### YOUR OBJECTIVE
Copy, from the material below, each line that contains the word "compliance".
───── DATA SHOWN ─────
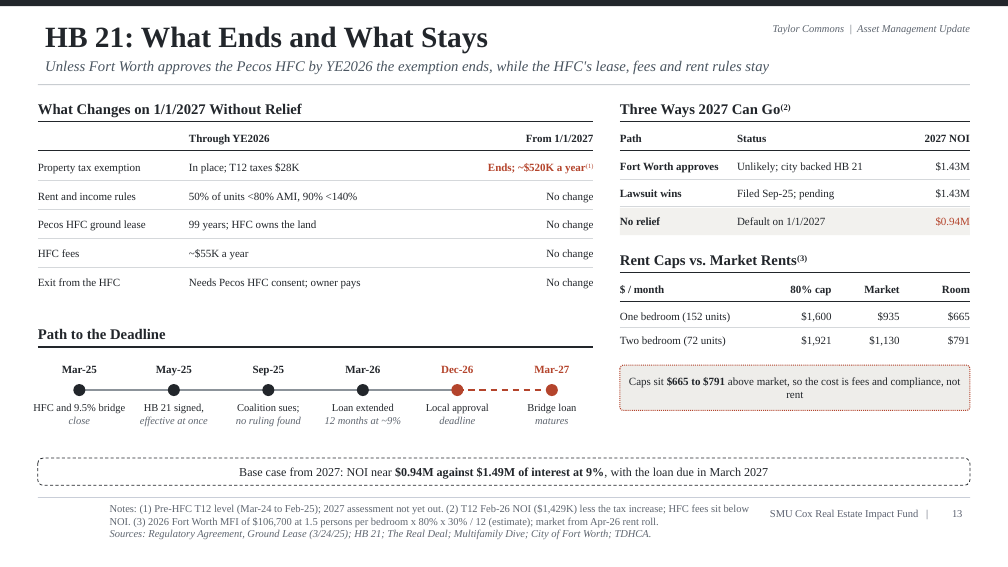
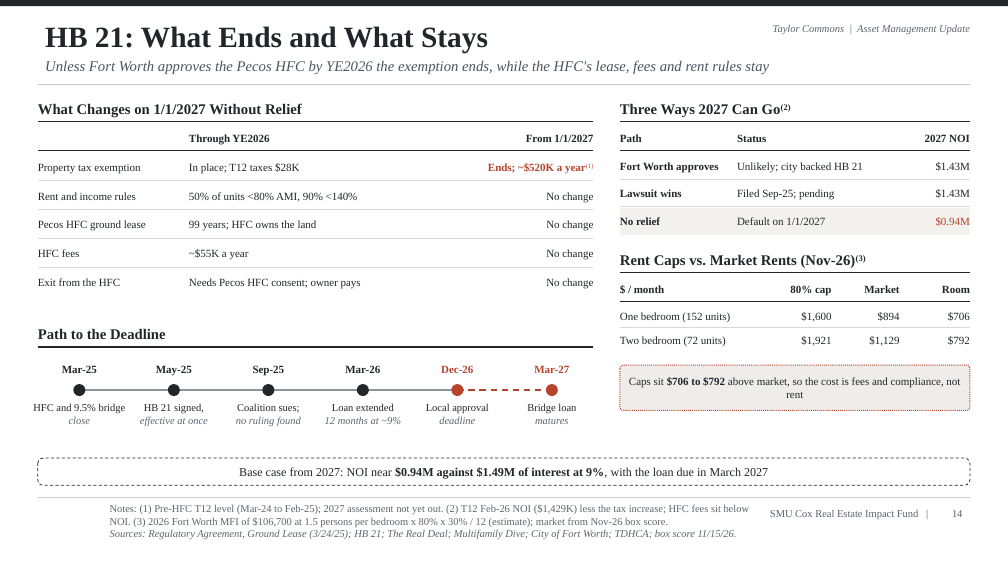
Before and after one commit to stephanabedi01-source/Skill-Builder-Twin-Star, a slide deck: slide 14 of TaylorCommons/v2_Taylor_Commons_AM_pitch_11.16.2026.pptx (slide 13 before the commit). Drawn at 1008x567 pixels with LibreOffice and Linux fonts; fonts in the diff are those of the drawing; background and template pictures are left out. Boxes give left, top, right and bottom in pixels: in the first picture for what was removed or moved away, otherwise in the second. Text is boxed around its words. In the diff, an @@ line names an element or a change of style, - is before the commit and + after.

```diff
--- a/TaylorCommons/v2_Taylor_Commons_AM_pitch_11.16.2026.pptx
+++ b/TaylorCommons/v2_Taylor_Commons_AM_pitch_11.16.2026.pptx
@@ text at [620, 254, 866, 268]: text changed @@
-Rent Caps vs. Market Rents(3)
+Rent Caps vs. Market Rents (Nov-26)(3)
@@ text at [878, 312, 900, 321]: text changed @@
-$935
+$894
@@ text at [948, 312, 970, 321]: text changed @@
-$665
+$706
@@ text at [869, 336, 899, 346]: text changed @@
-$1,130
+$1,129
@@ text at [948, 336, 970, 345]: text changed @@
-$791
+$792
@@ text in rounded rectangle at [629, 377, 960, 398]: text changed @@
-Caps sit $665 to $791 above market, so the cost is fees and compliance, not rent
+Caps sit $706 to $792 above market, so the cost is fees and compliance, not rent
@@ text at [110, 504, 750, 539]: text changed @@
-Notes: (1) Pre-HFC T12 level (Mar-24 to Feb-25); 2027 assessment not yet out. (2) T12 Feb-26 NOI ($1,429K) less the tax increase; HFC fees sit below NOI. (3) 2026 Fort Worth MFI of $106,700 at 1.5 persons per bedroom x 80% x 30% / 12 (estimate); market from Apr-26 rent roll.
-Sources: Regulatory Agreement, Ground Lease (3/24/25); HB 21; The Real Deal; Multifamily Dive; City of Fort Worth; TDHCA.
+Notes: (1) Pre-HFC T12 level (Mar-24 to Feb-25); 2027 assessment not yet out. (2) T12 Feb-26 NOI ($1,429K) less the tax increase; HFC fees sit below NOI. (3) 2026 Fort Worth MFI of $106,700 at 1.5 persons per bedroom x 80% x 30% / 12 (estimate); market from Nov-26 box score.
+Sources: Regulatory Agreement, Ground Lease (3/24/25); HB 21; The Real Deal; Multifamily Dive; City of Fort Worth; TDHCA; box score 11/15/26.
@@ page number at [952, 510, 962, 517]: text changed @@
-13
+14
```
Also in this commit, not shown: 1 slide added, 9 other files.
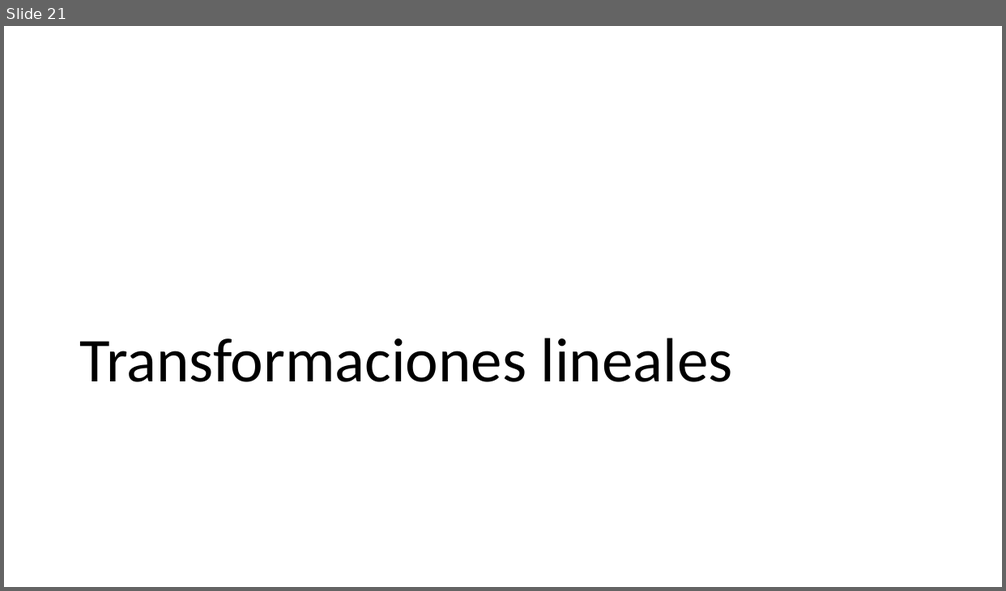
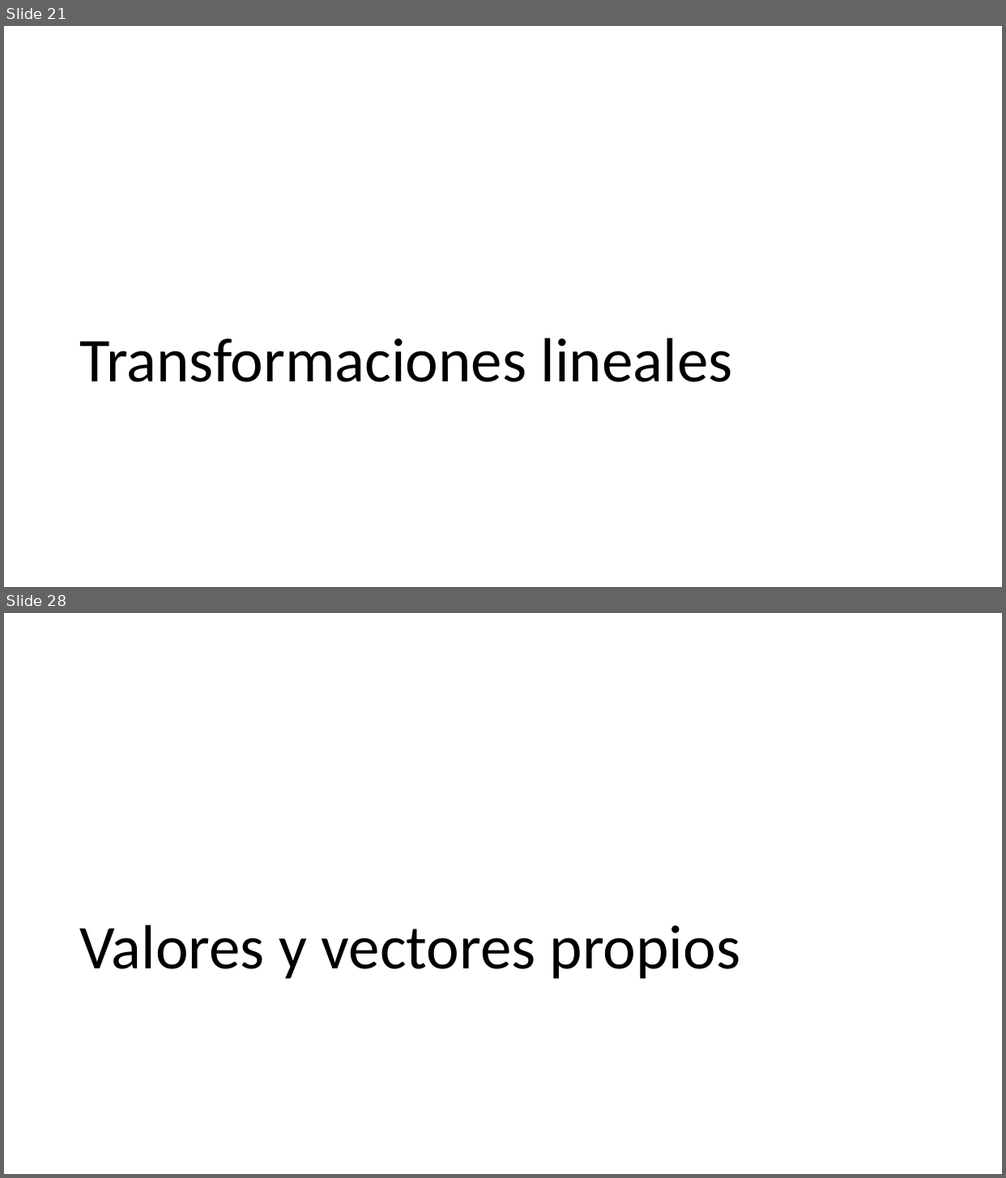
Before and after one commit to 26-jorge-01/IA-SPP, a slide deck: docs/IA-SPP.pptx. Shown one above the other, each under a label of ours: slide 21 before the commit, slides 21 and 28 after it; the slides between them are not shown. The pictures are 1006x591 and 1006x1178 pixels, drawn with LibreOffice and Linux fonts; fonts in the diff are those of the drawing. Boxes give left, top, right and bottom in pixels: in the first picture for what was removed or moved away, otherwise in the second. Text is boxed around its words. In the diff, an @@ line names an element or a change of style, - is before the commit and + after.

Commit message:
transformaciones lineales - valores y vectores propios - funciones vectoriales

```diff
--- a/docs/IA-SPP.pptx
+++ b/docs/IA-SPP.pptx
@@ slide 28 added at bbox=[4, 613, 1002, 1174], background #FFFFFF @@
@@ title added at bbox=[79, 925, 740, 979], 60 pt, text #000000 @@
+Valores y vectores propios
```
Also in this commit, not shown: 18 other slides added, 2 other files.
─────
───── DATA SHOWN ─────
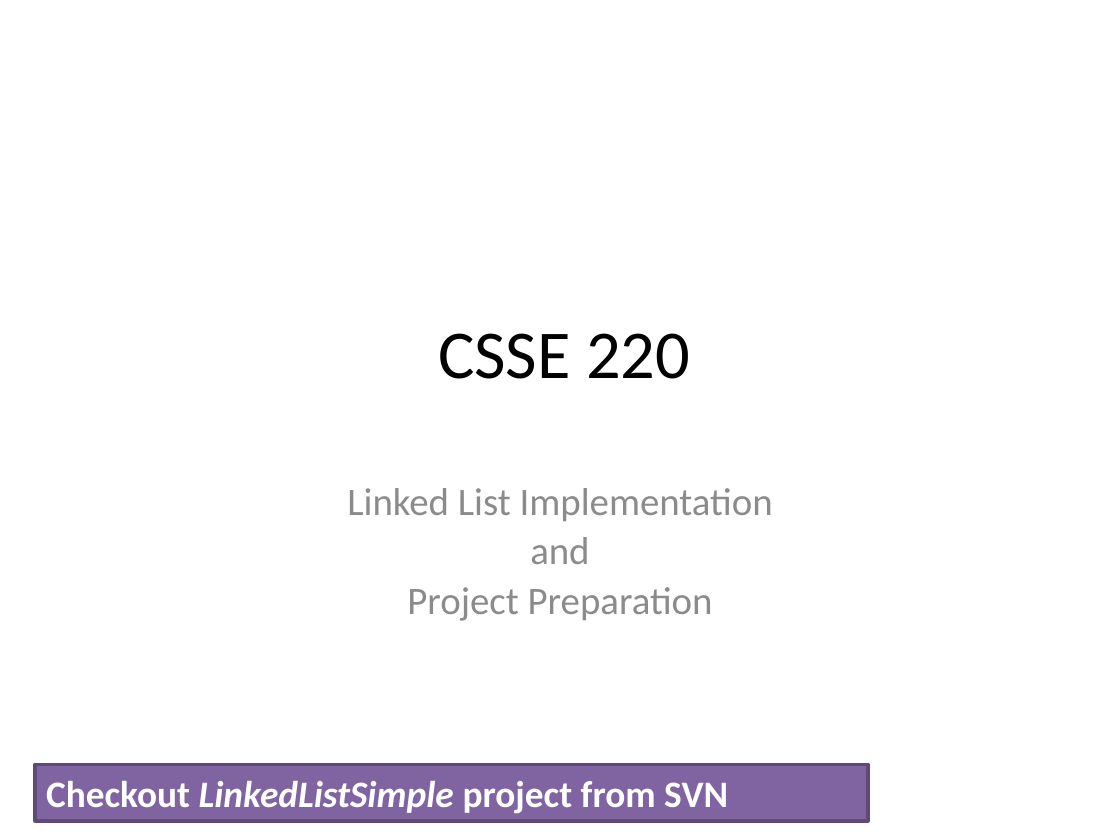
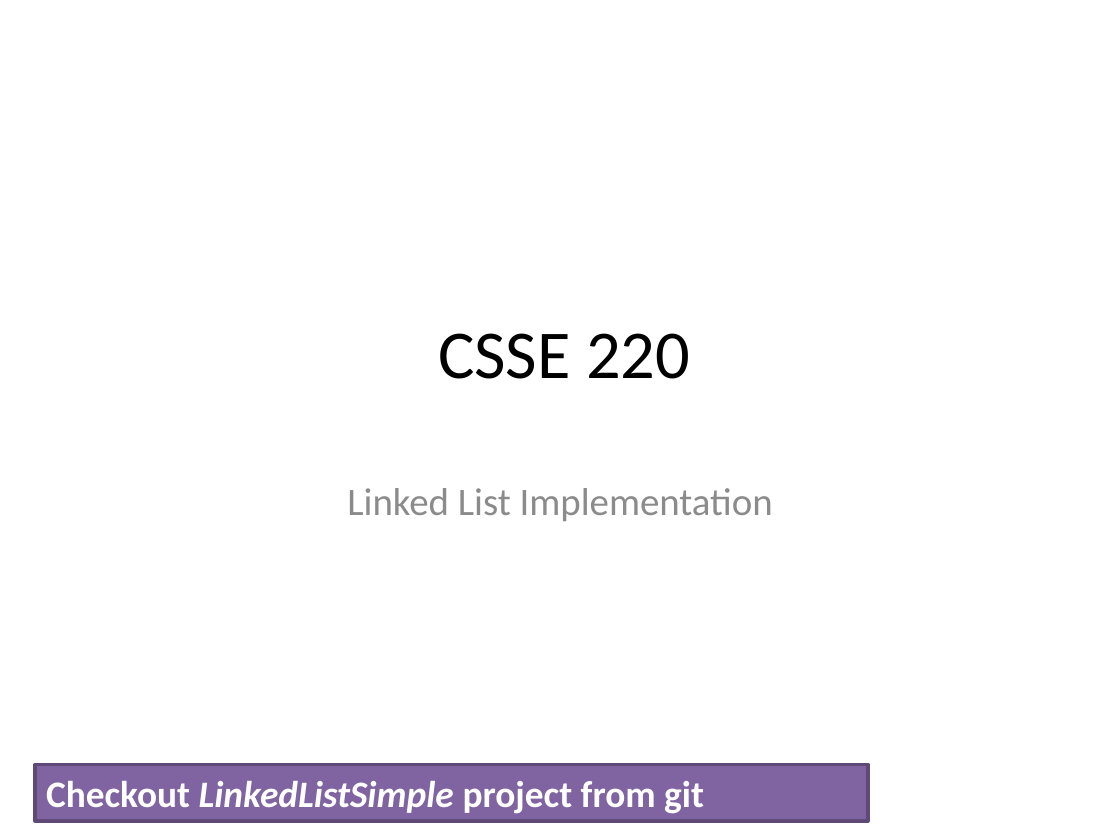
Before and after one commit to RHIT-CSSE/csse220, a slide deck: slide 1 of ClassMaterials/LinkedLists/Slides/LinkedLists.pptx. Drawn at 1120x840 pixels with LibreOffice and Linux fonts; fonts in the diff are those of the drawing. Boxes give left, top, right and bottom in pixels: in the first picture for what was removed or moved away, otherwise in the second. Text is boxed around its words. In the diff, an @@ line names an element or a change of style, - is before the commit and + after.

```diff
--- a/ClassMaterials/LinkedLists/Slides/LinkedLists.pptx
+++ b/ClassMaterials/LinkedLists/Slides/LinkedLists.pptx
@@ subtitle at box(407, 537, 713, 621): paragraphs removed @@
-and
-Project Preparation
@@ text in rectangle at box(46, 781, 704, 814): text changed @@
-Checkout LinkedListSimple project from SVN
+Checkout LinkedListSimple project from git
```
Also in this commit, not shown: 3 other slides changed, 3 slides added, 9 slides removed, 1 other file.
─────
───── DATA SHOWN ─────
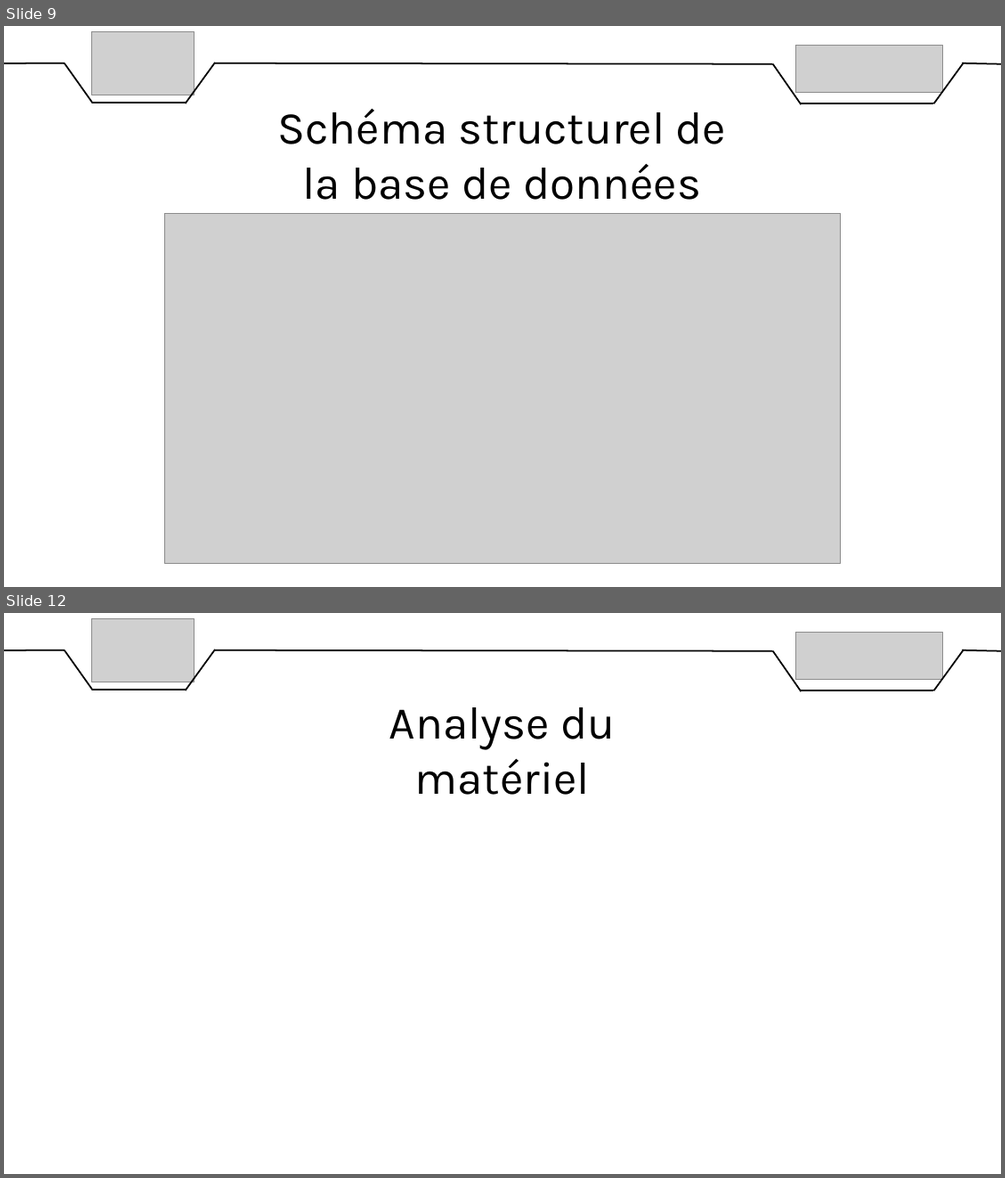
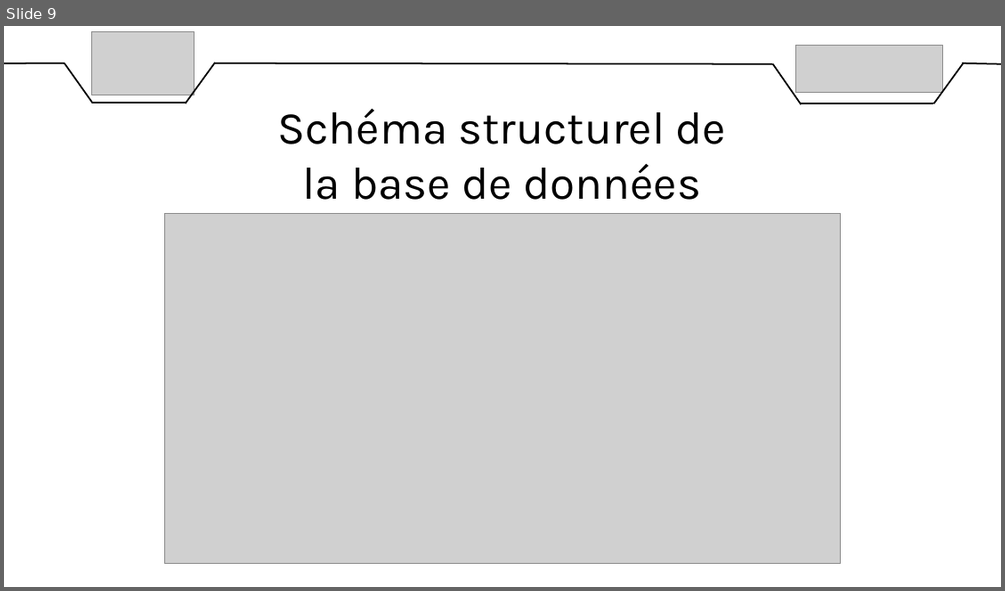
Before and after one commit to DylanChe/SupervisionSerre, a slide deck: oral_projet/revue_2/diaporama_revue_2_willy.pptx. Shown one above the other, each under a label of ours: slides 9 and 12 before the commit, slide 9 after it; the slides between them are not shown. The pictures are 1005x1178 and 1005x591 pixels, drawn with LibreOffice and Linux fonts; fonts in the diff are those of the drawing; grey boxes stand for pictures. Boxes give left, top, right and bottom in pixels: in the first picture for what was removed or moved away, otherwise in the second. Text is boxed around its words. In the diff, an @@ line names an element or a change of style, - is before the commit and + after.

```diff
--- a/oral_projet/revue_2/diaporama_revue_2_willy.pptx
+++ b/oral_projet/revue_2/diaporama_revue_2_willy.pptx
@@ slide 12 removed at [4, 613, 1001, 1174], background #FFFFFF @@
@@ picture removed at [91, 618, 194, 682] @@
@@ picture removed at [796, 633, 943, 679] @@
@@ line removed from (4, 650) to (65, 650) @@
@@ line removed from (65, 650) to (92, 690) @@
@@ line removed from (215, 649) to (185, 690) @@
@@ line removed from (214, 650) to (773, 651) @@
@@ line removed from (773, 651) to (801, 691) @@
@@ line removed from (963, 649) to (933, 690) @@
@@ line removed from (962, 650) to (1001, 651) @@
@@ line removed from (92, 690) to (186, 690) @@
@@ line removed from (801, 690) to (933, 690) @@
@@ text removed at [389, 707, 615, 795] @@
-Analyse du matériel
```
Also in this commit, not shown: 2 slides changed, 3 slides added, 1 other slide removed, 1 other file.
─────
### RESPONSE AREA
-Caps sit $665 to $791 above market, so the cost is fees and compliance, not rent
+Caps sit $706 to $792 above market, so the cost is fees and compliance, not rent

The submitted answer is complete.